A classic example of the use of repetition in music, the final repeat should subtly change, starting with a G instead of an F...

  • Add an if-then-else statement for the first note in the bass part (Row 4) that sets pitch as G-2 instead of F-2 on the third and final repeat.
    Vary the bass
    Use the following code for [05:008].pitch:
    @Chorus.repeat == 3 ? G-2 : F-2
    • Ask Chorus for its current .repeat property.
    • If it equals 3 (third repeat, fourth time), set pitch to G-2, else default to F-2.
  • Using cell addresses and simple arithmetic, add a formula for the subsequent note, copying from the previous note but raising it an octave (+12 semitones).
    Follow the lead
    Use the following code for cell [05:010]:
    .pitch[-2].pitch + 12
    • Reference the cell two rows back.
    • Read its .pitch property.
    • Add 12 semitones (one octave).

When you listen to the chorus now, the bass should go F-C-D three times, then G-C-D. The change is made that much more effective (and affective) because of the previous repetition.
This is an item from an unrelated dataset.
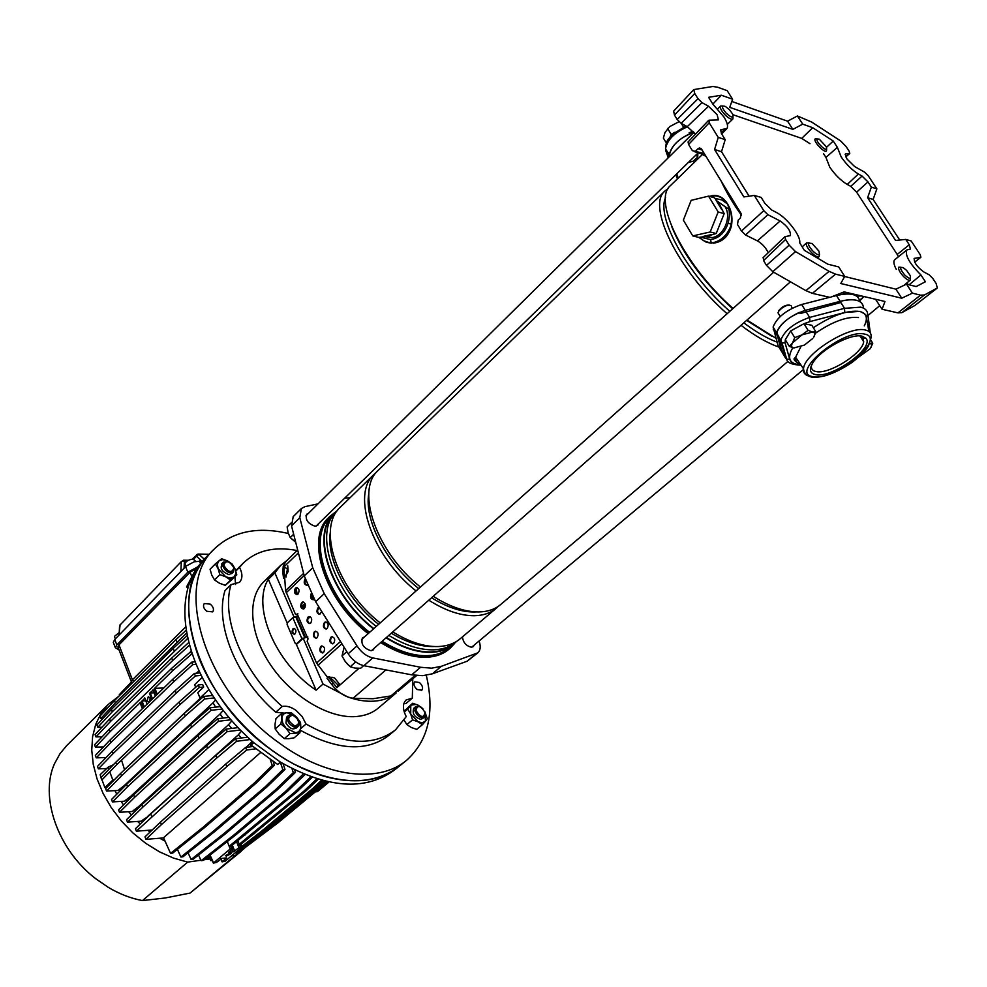 <?xml version="1.0" encoding="UTF-8"?>
<svg xmlns="http://www.w3.org/2000/svg" width="987" height="987" viewBox="0 0 987 987"><rect width="100%" height="100%" fill="white"/><g stroke="black" fill="none" stroke-linecap="round" stroke-linejoin="round"><path stroke-width="1.48" d="M712.861 104.091L721.361 95.221L708.604 97.318L712.873 104.129L723.964 117.034C727.407 122.684 728.357 126.558 726.827 128.655L721.509 129.544L720.399 130.703M841.195 156.958C846.365 164.459 852.102 170.134 858.406 173.996L862.058 176.056L867.968 181.904L871.361 187.086L876.875 188.862L868.227 175.735L864.711 172.244L854.545 166.495L846.858 158.882L845.452 153.861L849.77 153.478L849.128 151.184L845.982 146.409L840.591 140.894L811.635 122.03L797.422 115.972L802.727 124.14L812.696 127.693L833.25 141.042L837.383 147.334L841.195 156.958M823.54 153.688L825.946 157.402L829.759 167.148C834.99 174.785 840.825 180.547 847.253 184.433L850.732 186.358L862.058 176.056M695.502 134.17L687.273 126.644L708.543 106.263L717.142 114.714L718.425 119.896L709.135 120.18L709.197 122.807L718.252 137.39L725.211 139.648L721.657 133.948L720.658 129.877L721.509 129.544M812.375 293.361L805.898 290.647L829.092 271.339L835.545 274.152L812.375 293.361L830.067 297.395L844.169 291.893L884.981 301.479L882.07 309.252L897.936 312.879L920.513 295.162L924.412 294.99L937.342 287.97L936.108 283.479L932.715 278.322L929.1 274.756L923.709 271.906C917.009 266.872 913.863 262.394 914.27 258.446L920.896 257.237L920.18 254.634L911.198 240.988L905.758 239.409L909.274 244.764L910.458 249.069L906.843 249.958C904.771 255.115 909.471 263.443 920.933 274.941L925.387 281.751L916.158 286.575L906.547 284.133L912.395 293.151L920.513 295.162M805.898 290.647L772.784 271.696L766.492 265.367L763.568 260.58L763.383 257.57M768.219 252.721C765.813 247.651 762.211 243.703 757.399 240.877L745.555 234.98L741.471 231.02L763.778 210.663L767.886 214.685L745.555 234.98M702.078 149.999L698.006 148.729L699.413 147.988L701.436 148.951L741.089 213.525L740.423 217.905L738.177 220.15L737.511 224.53L741.471 231.02M709.197 122.807L688.581 144.46L692.368 150.653L704.249 153.528M688.581 144.46L688.075 141.992M687.273 126.644L681.141 123.338L677.181 119.476L698.006 98.725L702.004 102.636L681.141 123.338M721.361 95.221L732.613 99.218L727.197 90.668L717.709 87.251L712.799 86.486L693.775 89.583L694.737 93.457L674.491 115.084L677.181 119.476M674.491 115.084L673.652 111.136M797.422 115.972L787.577 121.191L731.811 101.464M912.395 293.151L901.748 298.21L840.751 283.516L844.724 276.422L835.545 274.152M802.727 124.14L792.857 129.371L729.714 107.349L732.613 99.218M732.922 114.702L801.74 138.402L812.696 127.693M906.547 284.133L895.925 289.179L844.675 276.508M718.252 137.39L714.576 149.506L743.865 196.919L754.315 195.426L761.199 197.437L764.888 203.359L771.686 209.997L776.041 212.254C786.75 217.448 801.148 236.041 799.729 242.901L804.38 250.34L827.809 264.171L838.728 266.934L844.724 276.422M915.085 305.316L937.255 288.019M924.412 294.99L901.896 312.632L914.9 305.464M901.896 312.632L897.936 312.879M875.555 299.271L882.07 309.252M899.725 240.038L873.125 199.448L876.875 188.862M698.006 148.729L695.773 150.875M754.315 195.426L763.778 210.663M694.737 93.457L698.006 98.725M708.543 106.263L702.004 102.636M867.968 181.904L856.617 192.169L897.208 254.449L909.274 244.764M871.361 187.086L867.61 197.708L895.567 240.47L905.758 239.409M749.084 196.179L721.522 151.702L725.211 139.648M829.092 271.339L795.51 251.611L772.784 271.696M766.492 265.367L789.168 245.195L785.603 239.459L763.568 260.58M757.399 240.877L780.137 220.977C787.49 226.22 790.908 231.094 790.39 235.609L784.936 236.658L785.603 239.459M780.137 220.977L767.886 214.685M789.168 245.195L795.51 251.611M801.74 138.402L809.982 143.683M826.563 147.273L833.25 141.042M825.946 157.402L837.383 147.334M908.348 284.589L906.732 283.047M896.245 269.352C893.691 264.368 893.198 261.148 894.79 259.692L906.806 249.995M909.138 284.787L920.933 274.941M898.404 256.768L897.208 254.449M856.617 192.169L850.732 186.358M714.576 149.506L721.522 151.702M867.61 197.708L873.125 199.448M895.925 289.179L901.748 298.21M787.577 121.191L792.857 129.371M716.13 200.386L724.989 206.604C731.996 217.004 723.853 236.189 711.948 237.633L704.187 236.535M708.555 196.129L718.178 211.983L710.196 231.97L692.763 235.905L683.362 220.126L691.159 200.349L708.555 196.129L714.563 197.819L719.893 205.185L724.174 213.611L716.204 233.512L706.828 236.337L698.796 237.411L706.273 242.222L711.22 243.197L713.243 242.617C722.139 241.494 727.937 236.103 730.664 226.43L731.17 224.061L728.073 223.259C729.936 216.486 729.788 210.095 727.653 204.099C731.219 209.836 732.576 216.511 731.725 224.123L731.244 226.566C728.406 236.436 722.447 241.963 713.379 243.172M330.768 516.534L330.398 516.904C306.636 537.471 326.191 598.838 369.607 632.346M382.142 641.266C398.452 651.284 413.541 656.084 427.42 655.676C436.513 655.269 443.965 652.567 449.788 647.583L453.28 644.634M337.566 510.353L334.062 513.326C310.337 533.856 330.016 595.272 373.493 628.879M386.04 637.836C402.375 647.879 417.476 652.715 431.356 652.333C440.436 651.938 447.888 649.249 453.699 644.277M842.071 292.707L845.76 294.015M837.63 294.434L839.098 294.953M721.164 181.077C726.074 191.799 732.86 203.223 741.521 215.351M671.53 226.122C682.967 254.264 703.336 281.826 732.625 308.82M746.628 320.368L771.661 336.16M670.716 185.359L670.444 185.63C652.136 200.188 684.139 265.478 733.057 308.438M746.986 320.059L775.905 338.27M665.559 197.573C656.108 217.535 687.359 274.263 729.825 311.312M743.828 322.848C755.869 331.916 766.948 338.344 777.04 342.131M668.187 188.554L664.917 191.009C646.485 205.691 678.266 270.944 727.098 313.743M741.015 325.315C754.919 335.938 767.565 343.192 778.94 347.079M378.638 469.911L378.28 470.256C355.086 490.169 376.22 552.251 420.45 587.018M433.207 596.308C449.751 606.783 464.939 612.002 478.757 611.94C487.812 611.767 495.166 609.25 500.816 604.402L787.774 361.55M368.805 493.586C363.919 519.841 386.164 562.997 418.698 588.585M431.553 597.764C447.025 607.301 461.237 612.051 474.192 611.989L476.277 611.915M376.491 472.205L374.147 474.278C350.903 494.253 371.889 556.273 416.058 590.942M428.802 600.195C445.322 610.632 460.497 615.802 474.328 615.715C483.383 615.518 490.749 612.989 496.412 608.128L498.324 606.314M340.749 506.812L340.379 507.17C316.728 527.613 336.616 589.128 380.192 622.896M392.789 631.902C409.136 642.006 424.25 646.892 438.129 646.559C447.21 646.189 454.649 643.536 460.435 638.577L496.005 608.473M330.3 532.499C326.129 558.938 347.399 600.084 378.613 624.315M391.296 633.21C406.607 642.401 420.758 646.843 433.737 646.534L433.836 646.522M337.677 510.254L336.74 511.143C313.101 531.574 332.841 592.879 376.244 626.424M388.816 635.394C405.065 645.375 420.08 650.186 433.861 649.828C442.929 649.446 450.343 646.781 456.13 641.821L456.697 641.316M334.827 513.006L334.457 513.363C310.794 533.831 330.46 595.099 373.814 628.583M386.386 637.528C402.61 647.497 417.624 652.296 431.418 651.913C440.473 651.519 447.901 648.841 453.699 643.882L455.71 642.179M709.246 196.327L714.181 195.352C719.733 195.5 724.224 198.412 727.653 204.099L721.781 199.917L714.921 198.399M716.932 201.706L721.793 209.688M722.2 218.546L718.166 228.602M711.874 234.474L703.077 236.448M859.529 300.184L864.168 296.594M729.023 209.343L716.204 200.509M857.098 296.507L857.987 296.199M856.667 296.174L861.404 295.94M829.672 297.309L801.666 304.489C786.343 309.881 776.831 317.395 773.117 327.03L778.064 345.623L781.519 351.36L776.646 332.866C780.384 323.267 789.933 315.766 805.281 310.35L840.122 301.356L836.482 295.557L831.473 296.84M836.482 295.557C850.251 292.362 857.987 294.151 859.689 300.912L860.343 301.948M840.122 301.356C853.891 298.136 861.614 299.888 863.292 306.612M676.724 173.823L678.205 178.067M675.737 174.785L677.6 178.659M305.847 515.893L694.021 132.32C679.858 137.514 671.641 145.101 669.346 155.07L669.457 156.6M731.725 224.123L731.17 224.061C732.157 216.548 730.985 209.886 727.653 204.099C724.1 198.646 719.535 195.882 713.934 195.796L709.826 196.487M700.178 237.102L710.554 239.582C718.881 238.385 724.729 232.944 728.073 223.259M698.981 237.361L703.657 240.717L708.234 242.308L711.158 242.679L710.554 239.582M711.22 243.197L713.243 242.617C721.127 240.766 726.925 235.375 730.664 226.43L731.244 226.566M714.181 195.352L713.145 197.425M709.998 196.536L712.33 195.5M692.763 235.905L698.796 237.411M710.196 231.97L716.204 233.512M718.178 211.983L724.174 213.611M320.664 650.889L322.823 652.95M462.484 636.837C463.088 642.5 466.086 645.967 471.49 647.238L473.316 646.584L474.216 645.066M308.388 513.388L306.673 514.227C305.106 519.73 307.919 523.739 315.112 526.244L317.715 525.368L318.542 523.702M364.388 636.985L362.537 637.812C360.576 643.906 363.401 648.225 371.026 650.729L373.283 649.89L374.283 648.188M329.942 676.946L327.018 678.242L331.743 684.534C336.468 690.629 341.934 694.823 348.152 697.118L353.087 698.253L372.938 698.734L390.914 695.934L394.405 694.317C388.792 698.34 381.994 700.634 374.024 701.177C366.017 701.671 357.393 700.326 348.152 697.118L323.02 684.053L303.095 638.034M454.711 643.351L450.232 648.138C444.372 653.16 436.871 655.886 427.716 656.306C413.627 656.713 398.316 651.815 381.759 641.599M449.813 648.508L449.122 649.076C443.262 654.097 435.748 656.824 426.594 657.256C412.517 657.675 397.193 652.777 380.661 642.574M293.213 516.645L291.535 525.886L304.243 575.877L315.618 601.712L348.177 653.789C352.495 660.254 357.738 664.226 363.907 665.694L411.69 674.837L422.732 675.676L432.405 673.8L467.135 661.228L477.757 652.888M479.102 640.982L479.435 642.043C480.854 646.917 480.311 650.507 477.831 652.826L441.3 666.324L431.64 668.162L420.598 667.274L372.79 657.91C366.609 656.417 361.353 652.432 356.998 645.93L324.217 593.668L312.731 567.772L299.801 517.694L301.368 508.539L304.921 506.664L318.036 503.851M396.231 692.911L378.675 707.765C372.654 712.91 365.091 715.846 355.962 716.562C329.053 718.709 292.164 696.834 270.808 665.226C249.329 633.666 246.96 598.122 263.689 581.898L264.072 581.528M398.057 691.27L416.65 675.54M296.199 588.092L297.173 594.593L298.037 594.088C299.789 590.633 299.221 588.474 296.359 587.623L295.434 588.153C293.694 591.608 294.249 593.767 297.124 594.606M263.689 581.898L280.555 565.465L274.892 572.904L293.966 616.937M283.503 578.148L282.825 572.115L284.145 570.844L284.824 576.877L283.503 578.148L284.725 578.16L285.576 590.645L303.614 573.385M282.825 572.115L283.244 566.057L285.983 561.406M280.555 565.465L286.785 560.616M274.892 572.904L268.341 579.283C251.352 605.87 275.04 662.943 316.099 690.184L323.02 684.053M344.673 498.176L350.077 497.732M369.249 632.655C325.587 598.85 305.97 537.113 329.88 516.411L335.457 512.031M368.151 633.642C324.501 599.849 304.921 538.137 328.844 517.422L329.214 517.052M284.145 570.844L284.157 566.674L298.395 552.843M284.824 576.877L286.366 576.889M328.4 677.02L336.925 687.655L358.997 668.31M268.341 579.283L287.18 623.019M296.223 644.042L316.099 690.184M286.255 575.347L287.402 569.154L284.157 566.674M330.842 678.081L337.973 684.941L339.257 683.818M337.973 684.941L336.925 687.655M308.03 618.084L310.029 616.9M302.256 608.325L305.23 607.042M206.715 611.261L212.711 611.878C214.241 609.534 213.426 606.956 210.293 604.13L204.272 603.526C202.754 605.858 203.569 608.448 206.715 611.261M417.131 689.518L421.819 690.234C423.337 688.013 422.535 685.447 419.426 682.523L414.725 681.807C413.208 684.016 414.022 686.594 417.131 689.518M403.856 703.608L405.854 703.583L412.307 698.191L406.175 699.906C402.499 703.657 402.523 709.234 406.249 716.624L395.516 729.862C373.271 746.826 343.439 744.889 306.019 724.039L302.182 716.587L296.1 710.443C291.227 706.951 286.6 705.619 282.22 706.458L275.755 712.232L284.046 713.083M311.287 597.382L312.99 597.258M426.298 675.33C434.885 712.195 428.395 740.447 406.829 760.089C379.637 783.505 326.216 777.916 278.79 742.693C204.753 690.703 173.144 585.797 214.117 549.154C232.599 531.425 257.336 526.219 288.34 533.511M406.064 760.706L398.859 766.517C371.581 789.995 318.184 784.591 270.919 749.577C197.104 697.92 165.878 593.249 206.962 556.458L207.578 555.829M300.653 728.714L306.019 724.039M394.923 730.343L388.964 735.278C366.917 752.143 337.406 750.49 300.418 730.281M282.22 706.458C242.642 672.122 220.681 617.911 231.044 584.637L239.508 582.305C242.691 578.653 242.703 573.669 239.533 567.365L235.844 571.054M275.755 712.232C236.3 678.044 214.5 623.957 224.962 590.658L231.044 584.637M239.533 567.365L243.209 563.158C256.645 550.388 274.62 546.181 297.136 550.549M235.733 570.708L237.682 568.66M234.918 576.605L235.548 584.464M412.788 678.809L412.307 698.191M301.417 606.536L305.032 603.563M301.566 607.104L305.452 605.574M817.1 138.957C815.25 140.907 825.305 151.418 826.637 148.926L826.403 146.866L819.272 139.155L817.1 138.957M826.625 149.321L826.464 150.986C824.49 153.466 812.943 141.166 815.126 138.908L817.162 138.871M290.523 537.866L295.471 542.073M726.173 113.197C731.614 117.984 733.773 118.267 732.638 114.06L729.467 109.717L725.371 106.448C721.287 105.227 721.546 107.472 726.173 113.197M733.02 116.75L732.909 118.933C731.33 119.785 728.628 118.341 724.779 114.591C721.139 110.544 719.757 107.694 720.609 106.053L722.78 106.004M819.42 254.165L818.976 251.167L812.054 243.493L808.76 243.086C806.663 245.751 817.902 257.434 819.42 254.165M819.42 254.325L819.148 256.534C816.644 259.47 804.121 245.985 806.564 242.987L809.106 242.765M344.438 660.414L347.955 664.695M906.658 270.475L903.315 267.724C899.441 266.564 899.885 268.957 904.647 274.917C909.261 279.087 911.137 279.333 910.285 275.669L906.658 270.475M910.421 278.075L910.236 280.111C908.904 280.801 906.597 279.518 903.339 276.298C899.465 271.918 897.973 268.871 898.861 267.144L900.958 267.255M291.091 522.999L287.143 526.898L288.118 532.807L290.264 537.582L295.681 542.196M290.264 537.582L293.657 534.238M344.105 647.262L342.008 655.973L345.499 661.907L350.225 666.756L354.827 668.051L360.637 668.273L363.648 665.633M350.225 666.756L355.715 661.907M342.008 655.973L346.844 651.654M294.41 634.234C292.497 632.914 292.226 631.112 293.62 628.805L294.299 628.411M295.088 633.839C296.544 630.94 296.063 629.126 293.645 628.411L292.917 628.818C291.461 631.729 291.942 633.531 294.36 634.246L295.088 633.839M297.087 594.618C294.792 593.101 294.471 590.942 296.137 588.153L297.087 587.623M303.404 609.041C301.072 607.523 300.739 605.352 302.417 602.539L303.354 602.021M304.341 608.535C306.106 605.056 305.538 602.884 302.627 602.033L301.726 602.539C299.962 606.03 300.529 608.189 303.441 609.041L304.341 608.535M309.782 623.587C307.401 622.057 307.056 619.873 308.746 617.035L308.055 617.048C306.278 620.552 306.858 622.723 309.807 623.574L310.695 623.081C312.472 619.577 311.892 617.406 308.943 616.542M316.198 638.231C313.767 636.701 313.422 634.505 315.137 631.643L314.434 631.655C312.645 635.184 313.237 637.368 316.222 638.219L317.086 637.738C318.887 634.222 318.295 632.025 315.309 631.174M322.663 652.987C320.195 651.457 319.825 649.249 321.565 646.362L320.861 646.386C319.06 649.927 319.665 652.123 322.687 652.987L323.539 652.506C325.352 648.965 324.748 646.769 321.725 645.905M319.085 607.264L317.987 607.807C316.198 611.323 316.778 613.519 319.751 614.37C317.308 612.841 316.963 610.657 318.678 607.795L319.196 607.437M319.751 614.37L321.737 611.508M326.203 629.064C323.761 627.535 323.403 625.326 325.142 622.452L326.068 621.946M327.129 628.559C328.942 625.03 328.338 622.822 325.34 621.97L324.439 622.464C322.638 626.005 323.23 628.201 326.241 629.064L327.129 628.559M332.742 643.869C330.263 642.34 329.892 640.119 331.644 637.22L332.557 636.726M333.655 643.388C335.481 639.823 334.864 637.614 331.829 636.751L330.941 637.232C329.127 640.797 329.732 643.006 332.779 643.869L333.655 643.388M327.758 677.588L316.593 663.054L307.117 641.217L308.043 638.947L307.45 636.775L305.612 637.577L296.47 616.505L292.818 617.677L287.328 622.822L287.094 624.45L295.286 643.499L297.099 643.869L302.787 638.626M329.954 678.859L331.866 677.193L334.581 677.958L339.38 683.979M305.094 578.95C303.49 582.441 304.095 584.563 306.92 585.316L307.253 585.192M311.127 593.804C309.943 597.283 310.671 599.269 313.311 599.788L314.162 599.319M297.914 613.791L296.174 614.667L295.372 614.136L285.576 590.645M297.149 613.865L307.167 636.936L307.858 636.911L303.219 638.33M306.871 585.316L304.983 583.144L305.316 579.653M313.261 599.788L311.485 594.482M297.84 613.852L296.408 614.556M285.292 576.272L288.142 571.609L287.748 565.859M296.47 616.505L298.012 615.863M305.612 637.577L301.948 638.774L296.396 643.882M297.099 643.869L296.334 643.931M202.039 561.739L205.654 557.865C185.371 581.725 183.274 615.481 199.386 659.131C216.363 701.189 253.425 742.421 293.62 763.901C336.542 784.924 371.124 786.195 397.366 767.701L393.159 770.933C364.462 791.118 326.87 788.169 280.394 762.1L277.668 764.456L251.13 745.099L253.819 742.705C227.429 719.609 208.023 692.997 195.599 662.894C183.977 632.914 181.805 606.746 189.048 584.39L198.992 565.391L203.458 560.209M251.13 745.099L252.253 741.348M187.925 588.067L186.555 586.92L189.048 584.39M186.555 586.92L196.524 567.92L198.992 565.391M280.394 762.1L253.819 742.705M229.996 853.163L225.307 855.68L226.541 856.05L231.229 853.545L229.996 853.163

(b) Finish the fill with an offbeat snare:

The piece's similarly distinctive Fill punctuates the Chorus and features a series of open hi-hats and snare roll. The phrase is repeated twice, but should gain a snare hit on the final offbeat (Row 52) on the second-time repeat.

  • Use what you have learnt to add a suitable conditional statement for the pitch formula in cell [03:52] that triggers a snare (E-2) on the second iteration (first repeat).
    And the beat goes off...
    Use the following code for cell [03:052]:
    .pitch@Fill.repeat ? E-2 : none
    • Ask Fill for its current .repeat property.
    • If it's the repeat, set pitch to E-2, else default to blank (none).
  • Notice how the Cxx (Pattern Break) effect causes playback to jump back (or 'cut') to Row 8, rather than the start of the pattern. This effect mirrors the programming concept of branching (also known as a jump, or goto statement), which can be similarly controlled with formulas using conditions (as in conditional branching).
  • Finally, audition the completed pattern, and check it sounds as expected. Refer to online recordings of the original track, for comparison.

(c) Explore the extended version:

A completed and significantly extended version (with synth lead, choir, and bass guitar) of the exercise can be found in the Help > Examples > Popular menu. Have a look at the added channels to see how the synth lead, choir and bass guitar are added and varied - and note how adding extra layers of nested loops can build towards longer, more complex works.

Finally, think about how you might capture other variations in pieces, using what you have learnt about formulas - which now includes all the fundamental concepts in programming: variables, expressions, functions, arrays, loops, and conditional statements.
  There are many other features of the software and aspects to programming, but these provide the basic building blocks required for most coding tasks. Often, more advanced applications are simply a matter of finding innovative ways to combine simple ideas - so be creative!